Let $L_{n}$ be a line in $\mathbb{R}^2$ for n = 1,2,3... Prove that $\cup_{n=1}^{\infty} L_n \ne \mathbb{R}^2$.

Question

Question: Let $L_{n}$ be a line in $\mathbb{R}^2$ for n = 1,2,3... Prove that $\cup_{n=1}^{\infty} L_n \ne \mathbb{R}^2$. (Rudin)

Attempted Answer: My first thought was using the fact that a line segment is a closed set and the union of closed sets is also closed, however that would only work for a finite union of closed sets and I have an infinite union, so I can't use that property. My second thought was trying to use the fact that $\mathbb{R}^2$ is uncountable, but I'm not sure how that would look.

Any suggestions?

Answer 1

Consider the circle $S = \{(x,y) : x^2 + y^2 = 1\}$ in $R^2$, there are uncountable points over the circle.
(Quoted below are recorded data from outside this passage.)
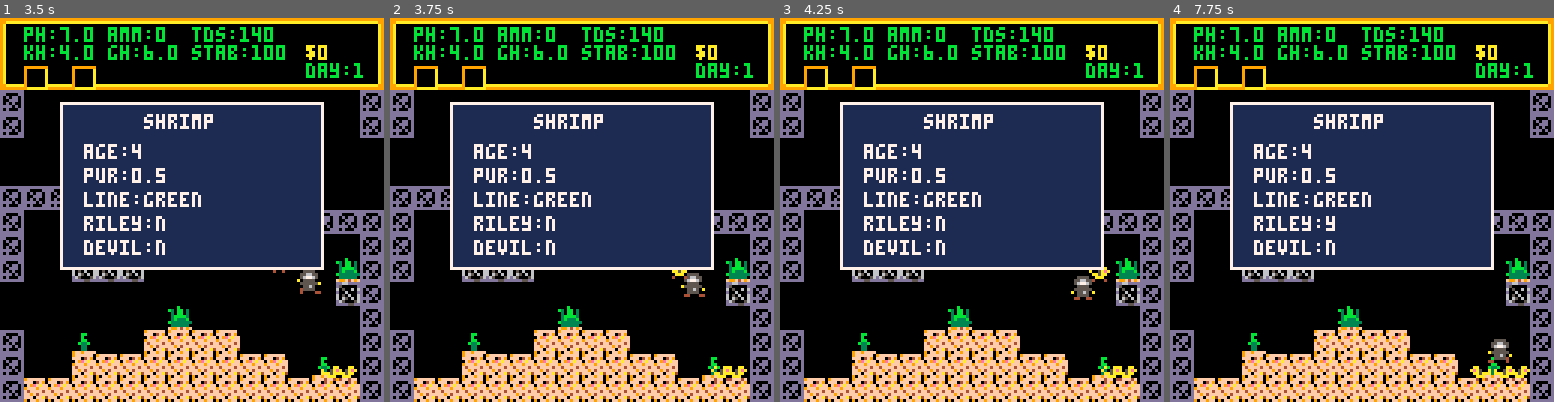
Above: before the commit, frames 1-4 (left to right).
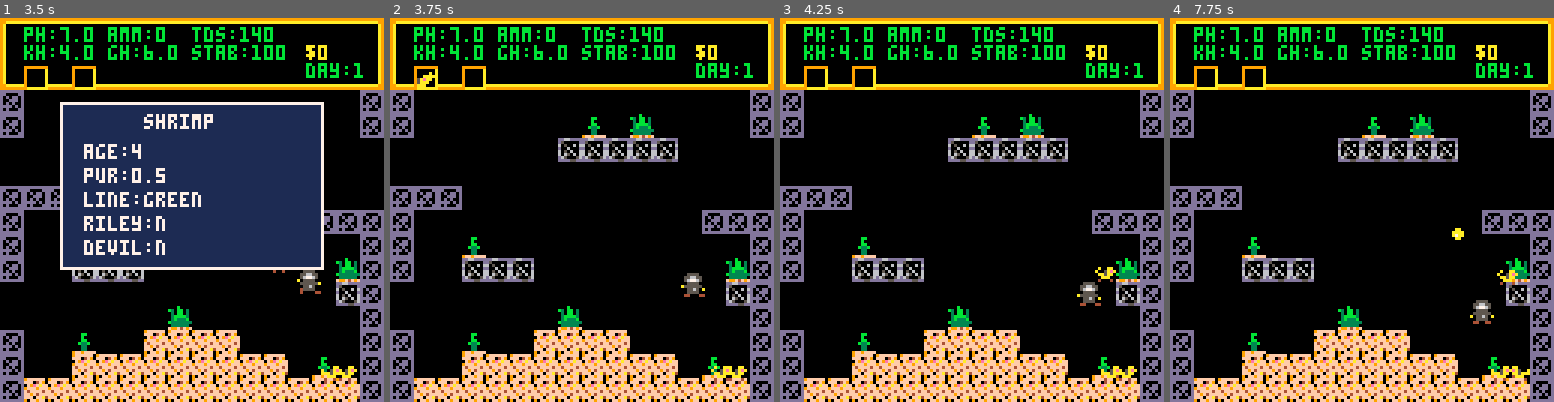
Above: after the commit, the same moments.

Repository: zvxr/shrimpkeeper
Game: PICO-8 cartridge shrimpkeeper.p8
Same seed, same stepped clock (60 frames per second), same inputs: the game is played once before the commit and once after it.
Inputs:
- Up to frame 1 (3.5 s): tap X (X key) at 0.33, 1.07, 1.85, 2.97 s; tap O (Z key) at 0.7, 1.7, 2.1, 2.5, 2.9, 3.3 s; hold Right 1.6-2.1 s; hold Up 2.15-2.42 s; hold Right 2.47-3.03 s; hold Left from 3.08 s (still down)
- Up to frame 2 (3.75 s): release Left at 3.58 s; hold Down from 3.63 s (still down); tap O (Z key) at 3.7 s
- Up to frame 3 (4.25 s): release Down at 3.97 s; hold Right from 4.02 s (still down); tap X (X key) at 4.08 s; tap O (Z key) at 4.1 s
- Up to frame 4 (7.75 s): tap O (Z key) every 0.4 s from 4.5 to 7.7 s; release Right at 4.68 s; hold Up 4.73-5.03 s; hold Left 5.08-5.68 s; tap X (X key) at 5.2, 6.32, 7.43 s; hold Down 5.73-6.03 s; hold Right 6.08-6.58 s; hold Right 6.63-7.13 s; hold Up 7.18-7.45 s; hold Right from 7.5 s (still down)

Frame 1 is identical in both runs. In frame 2, 30% of the frame differs, in the area x 7-85%, y 14-68%; in frame 3, 31%; in frame 4, 31%, in the area x 15-94%, y 21-95%.

Commit message:
holding + slightly shorter days

Diff:
--- a/shrimp.lua
+++ b/shrimp.lua
@@ -47,9 +47,32 @@
 	end
 end
 
+function hold_shrimp(a)
+	hs=a
+	del(ent,a)
+end
+
+function drop_shrimp()
+	add(ent,hs)
+	hs.x=pl.x+1
+	hs.y=pl.y
+	hs.dx=0
+	hs.dy=0
+	hs=nil
+end
+
 function try_shrimp(a)
 	if btnp(4) then
-		sd_a=near_shrimp(a)
+		if hs then
+			drop_shrimp()
+		else
+			local b=near_shrimp(a)
+			if btn(3) and b then
+				hold_shrimp(b)
+			else
+				sd_a=b
+			end
+		end
 	end
 end
 
@@ -208,3 +231,14 @@
 	spr(a.k + f*a.fs, sx, sy, a.sw, a.sh, a.so==1)
 	pal()
 end
+
+function draw_held_shrimp()
+	if not hs then return end
+	local c=shrimp_body(hs)
+	pal(5,c)
+	pal(6,shrimp_back(hs))
+	pal(7,hs.sr and hs.sp>0.7 and 7 or c)
+	pal(14,hs.sd and hs.sp>0.9 and sbc(hs,10,9) or 14)
+	spr(52,room_x*128+8,16)
+	pal()
+end
--- a/shrimpkeeper.p8
+++ b/shrimpkeeper.p8
@@ -35,6 +35,7 @@
 	camera(room_x*128,room_y*128)
 	map(room_x*16,room_y*16,room_x*128,room_y*128,16,16)
 	foreach(ent,draw_ent)
+	draw_held_shrimp()
 	camera()
 	draw_tank_hud()
 	if sd_a then draw_shrimp_dialog(sd_a) end
@@ -65,14 +66,14 @@
 000000009a00000000000000000000a9000aa0000000005577540040000000557754040000000055775400000000005577504500000000000000000000000000
 0000000099aaaaaaaaaaaaaaaaaaaa99000000000000040400040000000004040004004000000440400040000000040400404000000000000000000000000000
 00000000999999999999999999999999000000000000400040000000000040004000000000000000400000000000040404000000000000000000000000000000
-00000000008888000088880000000000000000000000000000000000000000000000000000000000000000000000000000000000000000000000000000000000
-00000000088888800888888000000000000000000000000000000000000000000000000000000000000000000000000000000000000000000000000000000000
-00000000888887788888877800000000000000000000000000000000000000000000000000000000000000000000000000000000000000000000000000000000
-00000000888887788888877800000000000000000055000000550050005500050055000000000000000000000000000000000000000000000000000000000000
-000000008e8888888e888888000000000000000005e5600505e5600505e5600505e5600500000000000000000000000000000000000000000000000000000000
-000000008eee88888eee888800000000000000000055675500556750005567500055675500000000000000000000000000000000000000000000000000000000
-0000000008ee888008ee888000000000000000000005570000055700000557000045570000000000000000000000000000000000000000000000000000000000
-00000000008888000088880000000000000000000004004000400040004004000000004000000000000000000000000000000000000000000000000000000000
+00000000008888000088880099999999999999990000000000000000000000000000000000000000000000000000000000000000000000000000000000000000
+0000000008888880088888809000000a9000000a0000000000000000000000000000000000000000000000000000000000000000000000000000000000000000
+0000000088888778888887789000000a9000050a0000000000000000000000000000000000000000000000000000000000000000000000000000000000000000
+0000000088888778888887789000000a9005555a0055000000550050005500050055000000000000000000000000000000000000000000000000000000000000
+000000008e8888888e8888889000000a965e550a05e5600505e5600505e5600505e5600500000000000000000000000000000000000000000000000000000000
+000000008eee88888eee88889000000a9655500a0055675500556750005567500055675500000000000000000000000000000000000000000000000000000000
+0000000008ee888008ee88809000000a9755000a0005570000055700000557000045570000000000000000000000000000000000000000000000000000000000
+0000000000888800008888009aaaaaaa9aaaaaaa0004004000400040004004000000004000000000000000000000000000000000000000000000000000000000
 000b0000000000000000000000000000000000000000000000000000000000000000000000000000000000000000000000000000000000000000000000000000
 b30bb030000bb000000ab00000000000000000000000000000000000000000000000000000000000000000000000000000000000000000000000000000000000
 030bb030000b00000bbbbab000000000000330000000000000000000000000000000000000000000000000000000000000000000000000000000000000000000
@@ -236,7 +237,7 @@
 
 
 __gff__
-0003030300000000000202000000000000030303000000000002000000000000000303030000000000000000000000000000000000000000000000000000000000000200000000000000000000000000000000000000000000000000000000000000000000000000000000000000000000000000000000000000000000000000
+0003030300000000000202000000000000030303000000000002000000000000000303030000000000000000000000000000000303000000000000000000000000000200000000000000000000000000000000000000000000000000000000000000000000000000000000000000000000000000000000000000000000000000
 0000000000000000000000000000000000000000000000000000000000000000000000000000000000000000000000000000000000000000000000000000000000000000000000000000000000000000000000000000000000000000000000000000000000000000000000000000000000000000000000000000000000000000
 __map__
 0102020202020202020202020202020301020202020202020202020202020203010202020202020202020202020202030102020202020202020202020202020300000000000000000000000000000000000000000000000000000000000000000000000000000000000000000000000000000000000000000000000000000000
--- a/spawn.lua
+++ b/spawn.lua
@@ -25,6 +25,7 @@
 
 function init_world()
 	ent = {}
+	hs=nil
 	init_tank()
 	pl = make_ent(21,20,9)
 	pl.frames=4
--- a/tank.lua
+++ b/tank.lua
@@ -66,7 +66,7 @@
 
 function upd_tank()
 	tank.t+=1
-	local d=1+flr(tank.t/1800)
+	local d=1+flr(tank.t/1500)
 	if d>tank.day then
 		tank.day=d
 		shrimp_day()
Not shown, changed: DOCS.md

Each line cuts the circle at most on two points, so the union of countable lines covers at most countable points on the circle

$\cup_{n=1}^{+\infty}L_n$ can't even cover the circle $S$, then how can it cover the whole plane?

I'd like to remark that the conclusion is no longer true if we replace straight lines by arbitrage curves, because of the existence of space-filling curves.

However, the conclusion is still true if the countable curves are of $C^1$ type

Answer 2

The Lebesgue measure of a line in $\Bbb R^2$ is 0. By countable subadditivity, a countable union of lines must still have measure 0, but the measure of $\Bbb R^2$ is infinite.